Analysis: US crude exports a black box for buyers

OREANDA-NEWS. February 15, 2016. US crude exports have begun to trickle out after a wide-scale ban was lifted last year, but their ill-defined quality leaves questions as to how they will compete with other more well-known global grades.

Shipments exported from the US since December have been an unspecified blend of west Texas grades that could be loaded relatively quickly and easily onto vessels. This contrasts sharply with exports from other established exporters, which have defined, well-known crude characteristics.

For exporters like Saudi Arabia, Russia or Mexico, crude quality tends to be clear and widely known by refiners, who look for predictable supply streams to ensure their targeted yields.

For example, Saudi Arabia, which has exported crude to the US for decades, divides its exports into four clearly defined quality groups: Arab Extra Light, Arab Light, Arab Medium and Arab Heavy crude.

Export grades can vary in quality over time as new wells are brought on line, but baselines for API gravity, sulphur levels and metals content remain within a well-defined band. This allows refiners and other buyers to accurately estimate a cargo's value and quickly compare it to other material on offer.

But such standards have not yet evolved in the budding US export market and initial cargoes appear almost tailor-made to suit buyers' specific requirements.

So far, a narrow price differential between US benchmark WTI and international marker Ice Brent has kept an economic lid on US export volumes.

But a wider WTI discount to Ice Brent would make US exports increasingly attractive to foreign buyers.

For US exports to compete for a larger global market share, buyers abroad also will need specific quality measures to compare with other available cargoes.

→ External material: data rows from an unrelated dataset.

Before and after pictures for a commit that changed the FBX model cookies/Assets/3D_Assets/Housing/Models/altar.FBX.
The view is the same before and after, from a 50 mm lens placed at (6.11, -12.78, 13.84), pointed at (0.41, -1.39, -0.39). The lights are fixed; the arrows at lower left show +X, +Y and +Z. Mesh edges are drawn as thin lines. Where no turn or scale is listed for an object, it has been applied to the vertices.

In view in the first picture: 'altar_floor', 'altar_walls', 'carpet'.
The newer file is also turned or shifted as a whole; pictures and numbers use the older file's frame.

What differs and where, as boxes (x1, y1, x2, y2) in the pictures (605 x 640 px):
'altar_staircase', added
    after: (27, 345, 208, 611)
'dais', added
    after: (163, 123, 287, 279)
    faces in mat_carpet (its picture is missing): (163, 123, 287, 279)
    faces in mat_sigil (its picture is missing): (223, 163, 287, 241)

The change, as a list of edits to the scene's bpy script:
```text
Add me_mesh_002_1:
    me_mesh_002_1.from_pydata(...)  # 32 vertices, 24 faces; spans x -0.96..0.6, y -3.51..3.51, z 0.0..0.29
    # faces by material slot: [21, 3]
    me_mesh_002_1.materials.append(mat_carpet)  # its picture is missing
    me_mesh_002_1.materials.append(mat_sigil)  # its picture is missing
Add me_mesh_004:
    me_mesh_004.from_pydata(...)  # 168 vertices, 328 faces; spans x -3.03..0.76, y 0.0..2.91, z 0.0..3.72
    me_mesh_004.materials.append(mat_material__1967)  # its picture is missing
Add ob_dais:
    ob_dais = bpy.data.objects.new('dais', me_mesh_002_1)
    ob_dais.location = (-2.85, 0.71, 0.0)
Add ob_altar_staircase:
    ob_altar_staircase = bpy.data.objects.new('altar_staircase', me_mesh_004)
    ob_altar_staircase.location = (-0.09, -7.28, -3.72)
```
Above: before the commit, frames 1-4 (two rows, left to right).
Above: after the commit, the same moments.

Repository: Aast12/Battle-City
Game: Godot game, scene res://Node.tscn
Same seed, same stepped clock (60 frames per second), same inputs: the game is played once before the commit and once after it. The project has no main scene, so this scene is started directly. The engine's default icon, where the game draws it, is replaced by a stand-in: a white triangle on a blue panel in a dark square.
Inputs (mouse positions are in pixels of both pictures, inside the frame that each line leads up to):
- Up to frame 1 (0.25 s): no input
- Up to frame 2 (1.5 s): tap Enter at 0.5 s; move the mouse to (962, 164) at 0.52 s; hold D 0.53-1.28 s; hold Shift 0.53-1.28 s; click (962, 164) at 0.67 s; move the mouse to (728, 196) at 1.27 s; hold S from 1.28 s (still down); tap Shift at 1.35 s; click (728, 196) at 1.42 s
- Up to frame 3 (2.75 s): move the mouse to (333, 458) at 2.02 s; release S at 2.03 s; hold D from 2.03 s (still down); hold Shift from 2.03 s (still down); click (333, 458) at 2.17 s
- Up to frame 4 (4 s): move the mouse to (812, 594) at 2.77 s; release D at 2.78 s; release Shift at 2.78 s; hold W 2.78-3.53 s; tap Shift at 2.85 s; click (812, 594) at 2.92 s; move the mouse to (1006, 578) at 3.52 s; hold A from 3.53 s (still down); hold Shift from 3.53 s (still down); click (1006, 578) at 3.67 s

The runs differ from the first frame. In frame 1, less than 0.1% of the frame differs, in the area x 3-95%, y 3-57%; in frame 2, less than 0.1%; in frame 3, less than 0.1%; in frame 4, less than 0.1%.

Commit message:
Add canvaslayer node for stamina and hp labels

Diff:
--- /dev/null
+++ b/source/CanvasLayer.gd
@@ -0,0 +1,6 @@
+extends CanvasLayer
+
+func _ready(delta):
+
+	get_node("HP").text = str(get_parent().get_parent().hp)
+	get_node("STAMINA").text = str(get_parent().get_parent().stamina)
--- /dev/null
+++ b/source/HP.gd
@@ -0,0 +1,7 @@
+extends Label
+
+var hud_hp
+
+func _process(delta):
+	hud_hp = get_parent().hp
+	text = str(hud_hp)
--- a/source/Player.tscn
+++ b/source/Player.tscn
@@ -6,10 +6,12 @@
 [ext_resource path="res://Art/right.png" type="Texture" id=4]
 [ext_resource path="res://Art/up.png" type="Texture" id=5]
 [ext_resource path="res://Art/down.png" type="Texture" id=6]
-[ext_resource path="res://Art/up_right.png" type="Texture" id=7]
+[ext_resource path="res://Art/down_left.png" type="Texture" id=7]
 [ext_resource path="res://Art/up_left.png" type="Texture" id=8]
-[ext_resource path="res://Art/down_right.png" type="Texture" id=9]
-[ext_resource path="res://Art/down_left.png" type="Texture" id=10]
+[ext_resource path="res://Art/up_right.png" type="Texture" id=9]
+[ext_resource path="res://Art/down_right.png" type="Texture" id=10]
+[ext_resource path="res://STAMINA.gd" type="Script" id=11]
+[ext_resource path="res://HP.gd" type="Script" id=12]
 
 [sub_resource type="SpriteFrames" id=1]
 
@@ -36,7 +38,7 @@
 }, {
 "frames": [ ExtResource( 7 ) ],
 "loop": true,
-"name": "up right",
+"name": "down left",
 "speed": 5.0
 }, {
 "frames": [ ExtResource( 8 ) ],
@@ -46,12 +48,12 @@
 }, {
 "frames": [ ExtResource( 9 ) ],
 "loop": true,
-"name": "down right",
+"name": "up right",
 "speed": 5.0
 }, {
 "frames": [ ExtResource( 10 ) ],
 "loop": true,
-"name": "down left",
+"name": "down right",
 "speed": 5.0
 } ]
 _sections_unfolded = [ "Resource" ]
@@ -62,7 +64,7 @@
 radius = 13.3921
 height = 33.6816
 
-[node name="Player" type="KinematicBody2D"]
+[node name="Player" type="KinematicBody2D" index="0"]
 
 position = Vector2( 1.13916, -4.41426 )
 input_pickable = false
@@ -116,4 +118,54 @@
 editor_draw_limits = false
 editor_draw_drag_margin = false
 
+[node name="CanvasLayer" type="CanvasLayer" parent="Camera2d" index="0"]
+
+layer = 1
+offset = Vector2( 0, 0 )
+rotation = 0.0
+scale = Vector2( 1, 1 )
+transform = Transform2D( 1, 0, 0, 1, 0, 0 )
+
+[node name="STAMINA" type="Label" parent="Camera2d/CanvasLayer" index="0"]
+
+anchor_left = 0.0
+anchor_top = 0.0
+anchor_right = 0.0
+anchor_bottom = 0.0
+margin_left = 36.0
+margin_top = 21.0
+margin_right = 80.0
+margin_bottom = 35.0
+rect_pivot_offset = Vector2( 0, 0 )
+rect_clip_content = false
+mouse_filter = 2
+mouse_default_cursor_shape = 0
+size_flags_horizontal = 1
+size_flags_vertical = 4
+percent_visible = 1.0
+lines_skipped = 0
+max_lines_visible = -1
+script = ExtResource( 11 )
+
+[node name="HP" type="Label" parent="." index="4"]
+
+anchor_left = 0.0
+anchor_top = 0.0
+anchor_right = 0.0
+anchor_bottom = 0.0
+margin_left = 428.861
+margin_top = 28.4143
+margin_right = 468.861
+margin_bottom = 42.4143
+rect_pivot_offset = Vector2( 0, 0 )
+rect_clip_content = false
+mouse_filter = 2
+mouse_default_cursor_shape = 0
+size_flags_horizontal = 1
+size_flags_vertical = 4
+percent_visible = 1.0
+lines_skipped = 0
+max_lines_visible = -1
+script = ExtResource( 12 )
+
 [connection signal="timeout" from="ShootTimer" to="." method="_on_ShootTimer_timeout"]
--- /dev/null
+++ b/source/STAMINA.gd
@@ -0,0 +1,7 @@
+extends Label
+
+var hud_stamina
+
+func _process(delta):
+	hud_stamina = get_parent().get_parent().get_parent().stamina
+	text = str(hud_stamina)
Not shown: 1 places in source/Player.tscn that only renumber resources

"I think, over time, you will see some standardization happening (for exports)," Crude Oil Quality Association (COQA) executive director Dennis Sutton told Argus.

COQA is a group of US refiners and producers that have worked together to develop common, specific standards for the integrity and consistency of the refining characteristics of crude oil streams that go beyond commonly used gravity and sulfur content specifications.

The first crude shipment to be exported from the US following

the lifting of 40-year-old restrictions on 18 December was a blend of processed and unprocessed lease Eagle Ford condensate or crude oil with an API gravity of 45-55°. The second shipment was 45-47° API Eagle Ford crude. Both shipments were bought by trading firm Vitol.

More recently, Venezuelan state-owned PdV bought a 550,000 bl cargo of what was said to be WTI crude in the first export of US crude to Latin America since restrictions were lifted. That shipment was for blending with Orinoco extra-heavy crude to yield a Merey 16°API crude, according to Venezuela energy ministry officials. But because the grade was for blending and little other information emerged on its quality, it is unclear whether the shipment was WTI quality crude and not a blend similar to that purchased by Vitol.

US refiners are used to managing the variable quality of crude from Texas' Eagle Ford shale. But that variability is not conducive to a wider export market. "If the selling community wants acceptance of their material, they have to have transparency," COQA's Sutton said.

Pinning down the quality of Eagle Ford crude is possible if shippers or terminal operators agree to take on the extra disclosures to buyers, he said.

When the Louisiana Offshore Oil Port (LOOP) set up a storage cavern for Eagle Ford crude, it set quality specifications for volumes to be allowed into the cavern. LOOP will only accept Eagle Ford crude with a maximum 46.5°API, 0.33pc sulphur and has set maximums for total acid number (TAN), light ends and distillation yields, among others.